In July 2015, the Senate Appropriations Committee voted to expand the Department of Housing and Urban Development’s Moving to Work (MTW) demonstration to cover as many as 35% of the nation’s housing vouchers and public housing units by extending MTW to 300 additional state and local housing agencies. The bill, which funds HUD and the Transportation Department for fiscal year 2016, would also block a set of important reforms HUD planned for the 39 current MTW agencies.1

Despite its name, MTW isn’t focused on mobility or employment. Instead, it’s a broad deregulation initiative that allows housing agencies to obtain sweeping waivers of federal statutes and regulations, receive voucher funds through special block grant formulas, and shift program funds to purposes not normally permitted. While some MTW agencies have taken steps to broaden the housing choices available to low-income families, a large expansion of MTW without major reforms—as the Senate bill would mandate—would pose significant risks to low-income families and to the goal of creating more integrated and inclusive communities.

Few MTW Agencies Have Adopted Significant Mobility Initiatives

Some advocates for housing mobility may see MTW expansion as an opportunity, given promising efforts by MTW agencies such as those in Chicago, Baltimore and King County (WA) to help families move to higher-opportunity neighborhoods. These initiatives, though, are not solely the result of MTW. Many of the policies these agencies have implemented are also permitted at non-MTW agencies, some are driven by settlements of fair housing lawsuits unrelated to MTW, and a number of non-MTW agencies have also undertaken significant mobility initiatives.

MTW does allow agencies added flexibility to adopt certain policies that support mobility. For example, MTW waivers can permit agencies to raise their voucher subsidy caps—called “payment standards”—in high-opportunity areas beyond the levels normally allowed by the U.S. Housing Act and HUD regulations. MTW also allows agencies to provide vouchers to fewer families and use the savings for a range of activities, some of which help families move to higher-opportunity areas. These include, for example, mobility counseling for voucher holders, outreach to landlords in high-opportunity areas, incentives for landlords or tenants, and acquisition or development of affordable housing projects in high-opportunity areas.
Only a few MTW agencies, however, have used their flexibility to support significant mobility initiatives. A recent PRRAC listing of all the substantial mobility programs across the country included only 7 of the 39 MTW agencies.2 Similarly, a review of MTW policies commissioned by groups affiliated with state and local housing agencies found that only a few MTW agencies had implemented key pro-mobility policies. For example, just six agencies had revised their voucher payment standards to reflect rents in particular neighborhoods.3

As a result, there is no reason to expect that expanding MTW in its current form would significantly promote pro-mobility policies. And any benefits of those policies would likely be swamped by other effects of MTW that narrow housing choices for low-income families.

Agencies Also Use MTW Flexibility to Restrict Housing Choice

MTW flexibility (as currently interpreted by HUD) permits agencies to adopt policies that restrict housing choice in addition to those that support mobility, and many agencies have done so. At least nine MTW agencies have obtained waivers allowing them to place broad restrictions on “portability”—the right of voucher holders to move outside the jurisdiction of the agency that issued their voucher. More than a dozen other agencies are considering portability restrictions or have limited housing choices for certain groups of voucher holders.
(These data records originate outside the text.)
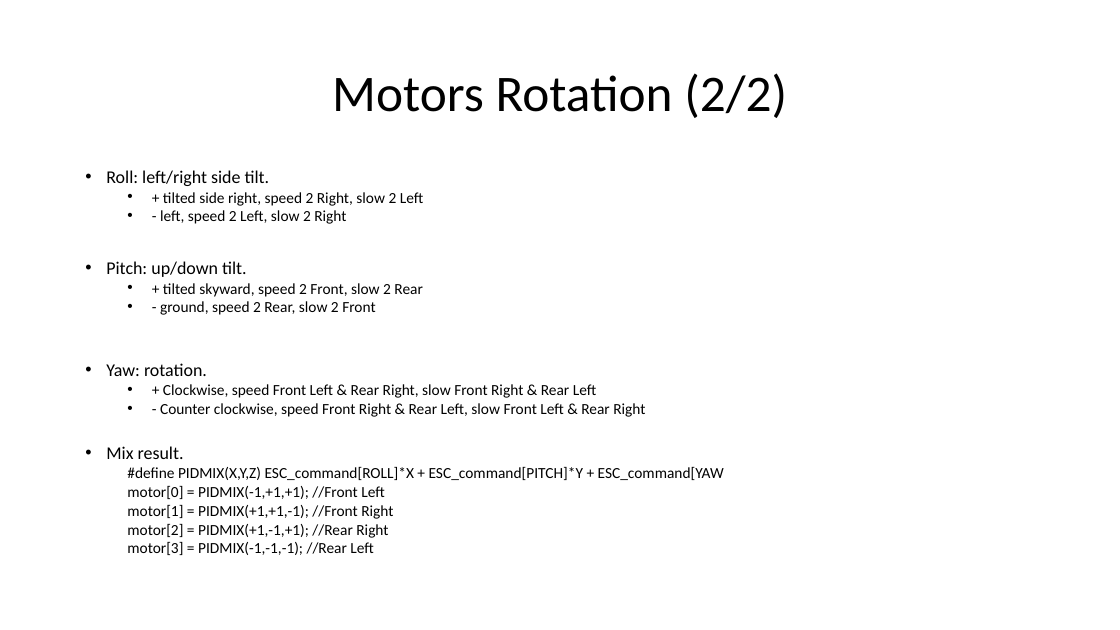
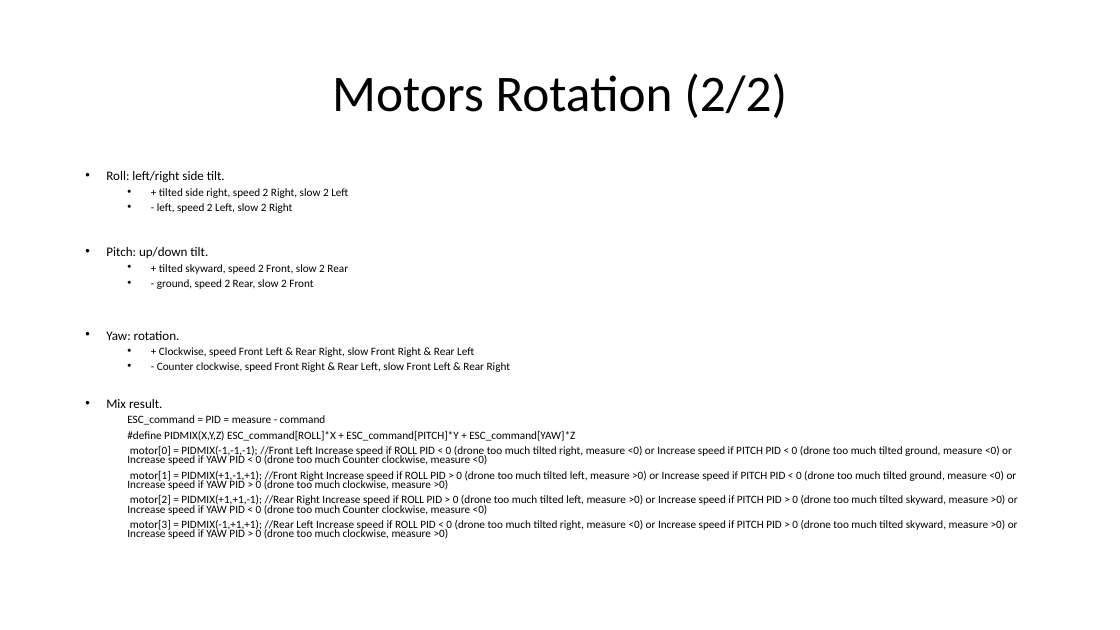
Before and after one commit to RobotEdh/RobotMicroControl, a slide deck: slide 6 of libraries/Diagramm Drone.pptx. Drawn at 1120x630 pixels with LibreOffice and Linux fonts; fonts in the diff are those of the drawing. Boxes give left, top, right and bottom in pixels: in the first picture for what was removed or moved away, otherwise in the second. Text is boxed around its words. In the diff, an @@ line names an element or a change of style, - is before the commit and + after.

```diff
--- a/libraries/Diagramm Drone.pptx
+++ b/libraries/Diagramm Drone.pptx
@@ text at (106, 171, 510, 408): size 15.4 to 11.2 pt in "Roll: left/right side tilt.", "Pitch: up/down tilt.", "Yaw: rotation.", "Mix result."; size 13.2 to 9.6 pt in "+ tilted side right, speed 2 Right, ...", "- left, speed 2 Left, slow 2 ...", "+ tilted skyward, speed 2 Front, slow ...", "- ground, speed 2 Rear, slow 2 ..." and 2 more places @@
@@ text at (127, 415, 1018, 539): text changed; size 13.2 to 9.6 pt @@
-  #define PIDMIX(X,Y,Z) ESC_command[ROLL]*X + ESC_command[PITCH]*Y + ESC_command[YAW
-  motor[0] = PIDMIX(-1,+1,+1); //Front Left
-  motor[1] = PIDMIX(+1,+1,-1); //Front Right
-  motor[2] = PIDMIX(+1,-1,+1); //Rear Right
-  motor[3] = PIDMIX(-1,-1,-1); //Rear Left
+  ESC_command = PID = measure - command
+  #define PIDMIX(X,Y,Z) ESC_command[ROLL]*X + ESC_command[PITCH]*Y + ESC_command[YAW]*Z
+  motor[0] = PIDMIX(-1,-1,-1); //Front Left Increase speed if ROLL PID < 0 (drone too much tilted right, measure <0) or Increase speed if PITCH PID < 0 (drone too much tilted ground, measure <0) or Increase speed if YAW PID < 0 (drone too much Counter clockwise, measure <0)
+  motor[1] = PIDMIX(+1,-1,+1); //Front Right Increase speed if ROLL PID > 0 (drone too much tilted left, measure >0) or Increase speed if PITCH PID < 0 (drone too much tilted ground, measure <0) or Increase speed if YAW PID > 0 (drone too much clockwise, measure >0)
+  motor[2] = PIDMIX(+1,+1,-1); //Rear Right Increase speed if ROLL PID > 0 (drone too much tilted left, measure >0) or Increase speed if PITCH PID > 0 (drone too much tilted skyward, measure >0) or Increase speed if YAW PID < 0 (drone too much Counter clockwise, measure <0)
+  motor[3] = PIDMIX(-1,+1,+1); //Rear Left Increase speed if ROLL PID < 0 (drone too much tilted right, measure <0) or Increase speed if PITCH PID > 0 (drone too much tilted skyward, measure >0) or Increase speed if YAW PID > 0 (drone too much clockwise, measure >0)
```
Also in this commit, not shown: 2 other slides changed, 1 slide added, 5 other files.
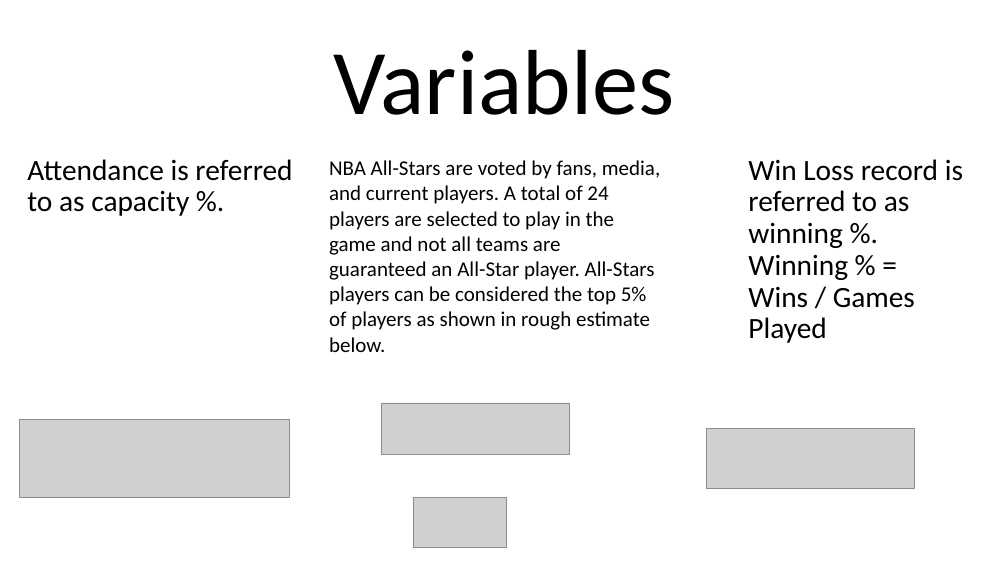
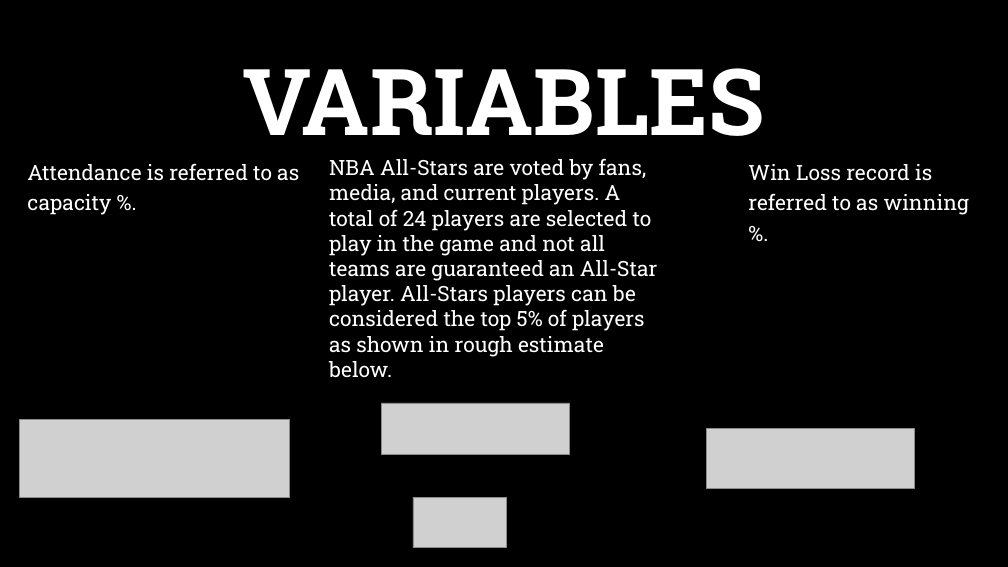
Before and after one commit to matiullah23/nba-attendance, a slide deck: slide 3 of Powerpoint/NBA Attendance Analysis.pptx. Drawn at 1008x567 pixels with LibreOffice and Linux fonts; fonts in the diff are those of the drawing; grey boxes stand for pictures; background and template pictures are left out. Boxes give left, top, right and bottom in pixels: in the first picture for what was removed or moved away, otherwise in the second. Text is boxed around its words. In the diff, an @@ line names an element or a change of style, - is before the commit and + after.

```diff
--- a/Powerpoint/NBA Attendance Analysis.pptx
+++ b/Powerpoint/NBA Attendance Analysis.pptx
@@ background #FFFFFF to picture (left out) @@
@@ title at [243, 68, 765, 136]: text changed; font Calibri to Roboto Slab; text colour #000000 to #FFFFFF; bold on @@
-Variables
+VARIABLES
@@ text "Attendance is referred to as ..." at [27, 163, 299, 215]: size 28 to 20 pt, font Calibri to Roboto Slab, text colour #000000 to #FFFFFF; line spacing 0.9 to 1.2 @@
@@ text "NBA All-Stars are voted by ..." at [329, 158, 658, 378]: font Calibri to Roboto Slab, text colour #000000 to #FFFFFF @@
@@ text at [748, 164, 969, 215]: text changed; size 28 to 20 pt; font Calibri to Roboto Slab; text colour #000000 to #FFFFFF @@
-Win Loss record is referred to as winning %. Winning % = Wins / Games Played
+Win Loss record is referred to as winning %.
```
Also in this commit, not shown: 4 other slides changed, 1 slide removed, 1 other file.
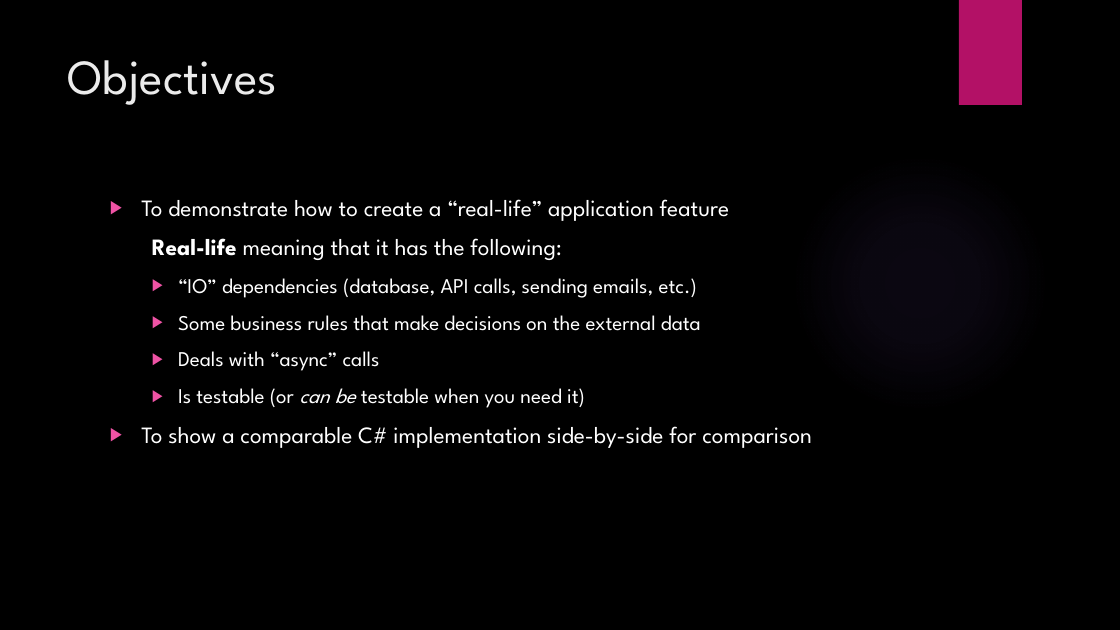
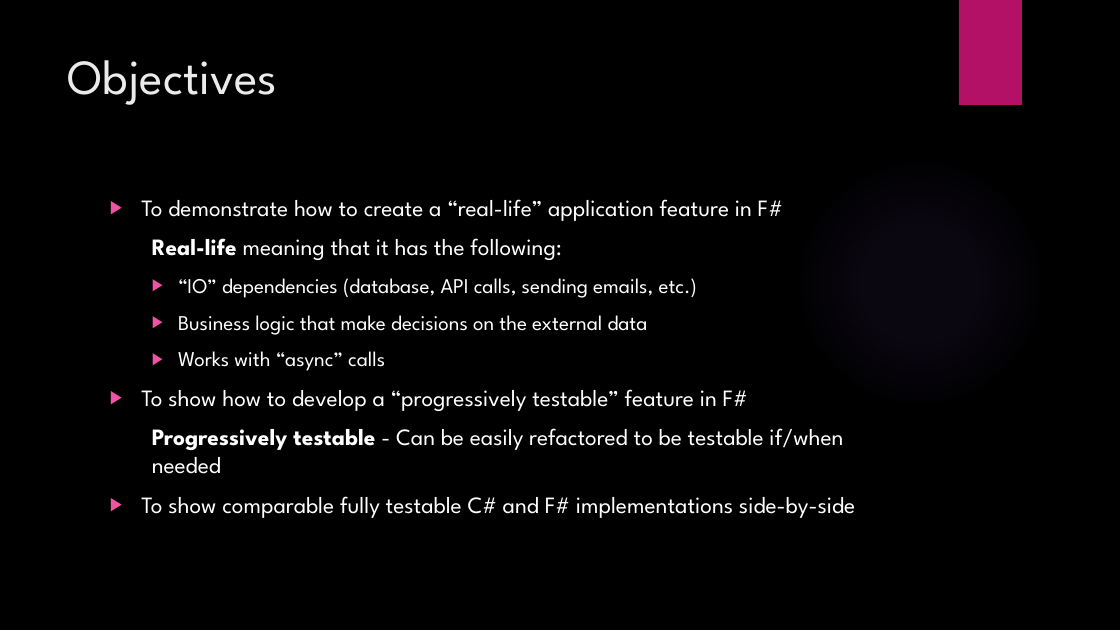
Before and after one commit to JordanMarr/TradeMinderFSharp, a slide deck: slide 2 of TradeMinder F# - C#.pptx. Drawn at 1120x630 pixels with LibreOffice and Linux fonts; fonts in the diff are those of the drawing; background and template pictures are left out. Boxes give left, top, right and bottom in pixels: in the first picture for what was removed or moved away, otherwise in the second. Text is boxed around its words. In the diff, an @@ line names an element or a change of style, - is before the commit and + after.

```diff
--- a/TradeMinder F# - C#.pptx
+++ b/TradeMinder F# - C#.pptx
@@ text at (141,199,783,221): text changed @@
-▶ To demonstrate how to create a “real-life” application feature
+▶ To demonstrate how to create a “real-life” application feature in F#
@@ text at (141,315,855,518): text changed; size 18 to 20 pt @@
-  ▶ Some business rules that make decisions on the external data
-  ▶ Deals with “async” calls
-  ▶ Is testable (or can be testable when you need it)
-▶ To show a comparable C# implementation side-by-side for comparison
+  ▶ Business logic that make decisions on the external data
+  ▶ Works with “async” calls
+▶ To show how to develop a “progressively testable” feature in F#
+  Progressively testable - Can be easily refactored to be testable if/when needed
+▶ To show comparable fully testable C# and F# implementations side-by-side
```
Also in this commit, not shown: 21 other slides changed.
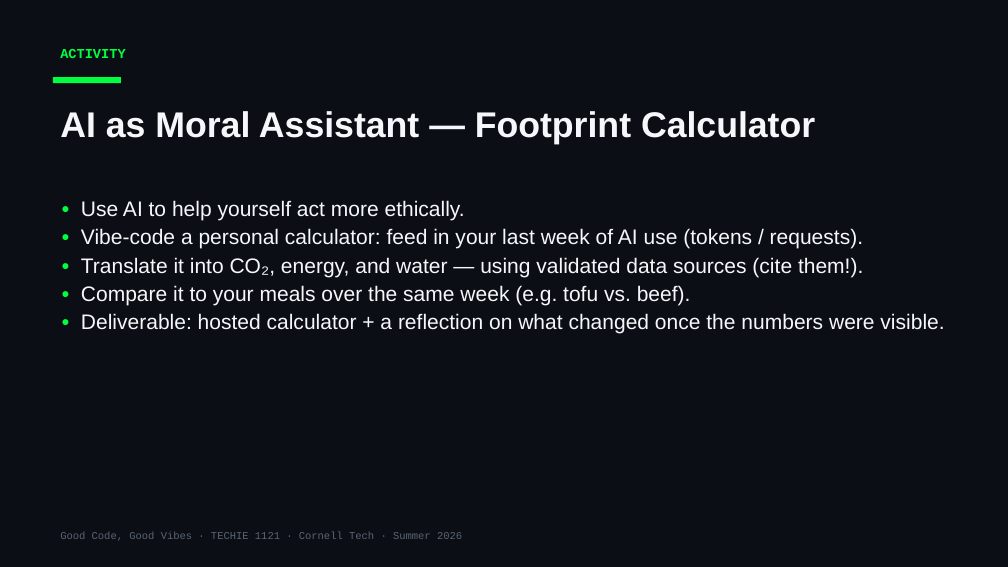
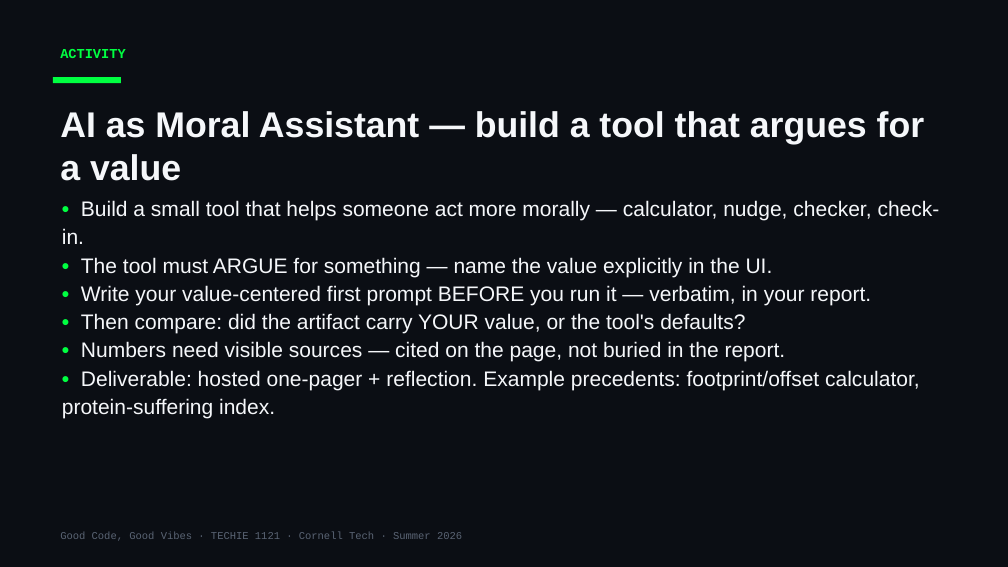
Before and after one commit to Cornell-Tech-Vibe-Coding-Summer-2026/website, a slide deck: slide 9 of slides/Week2-Mon-Values-In-Vibe-Coding.pptx. Drawn at 1008x567 pixels with LibreOffice and Linux fonts; fonts in the diff are those of the drawing. Boxes give left, top, right and bottom in pixels: in the first picture for what was removed or moved away, otherwise in the second. Text is boxed around its words. In the diff, an @@ line names an element or a change of style, - is before the commit and + after.

```diff
--- a/slides/Week2-Mon-Values-In-Vibe-Coding.pptx
+++ b/slides/Week2-Mon-Values-In-Vibe-Coding.pptx
@@ text at (60, 111, 925, 181): text changed @@
-AI as Moral Assistant — Footprint Calculator
+AI as Moral Assistant — build a tool that argues for a value
@@ text at (62, 200, 940, 418): text changed @@
-• Use AI to help yourself act more ethically.
-• Vibe-code a personal calculator: feed in your last week of AI use (tokens / requests).
-• Translate it into CO₂, energy, and water — using validated data sources (cite them!).
-• Compare it to your meals over the same week (e.g. tofu vs. beef).
-• Deliverable: hosted calculator + a reflection on what changed once the numbers were visible.
+• Build a small tool that helps someone act more morally — calculator, nudge, checker, check-in.
+• The tool must ARGUE for something — name the value explicitly in the UI.
+• Write your value-centered first prompt BEFORE you run it — verbatim, in your report.
+• Then compare: did the artifact carry YOUR value, or the tool's defaults?
+• Numbers need visible sources — cited on the page, not buried in the report.
+• Deliverable: hosted one-pager + reflection. Example precedents: footprint/offset calculator, protein-suffering index.
```
Also in this commit, not shown: 3 other files.

It is easy to see agencies’ motivation for instituting these restrictions, since portability places some administrative burdens on agencies and they may see their main mission as assisting families living within their jurisdiction. But the restrictions are major impediments to voucher holders’ ability to move to lower-poverty areas, particularly for families that wish to move to suburban neighborhoods but received their voucher from a central city agency. Several MTW agencies specifically prohibit moves to places with higher voucher payment standards than the issuing agency uses, even though these tend to be precisely the neighborhoods with low crime and strong schools that would deliver the greatest benefits to voucher holders and their children.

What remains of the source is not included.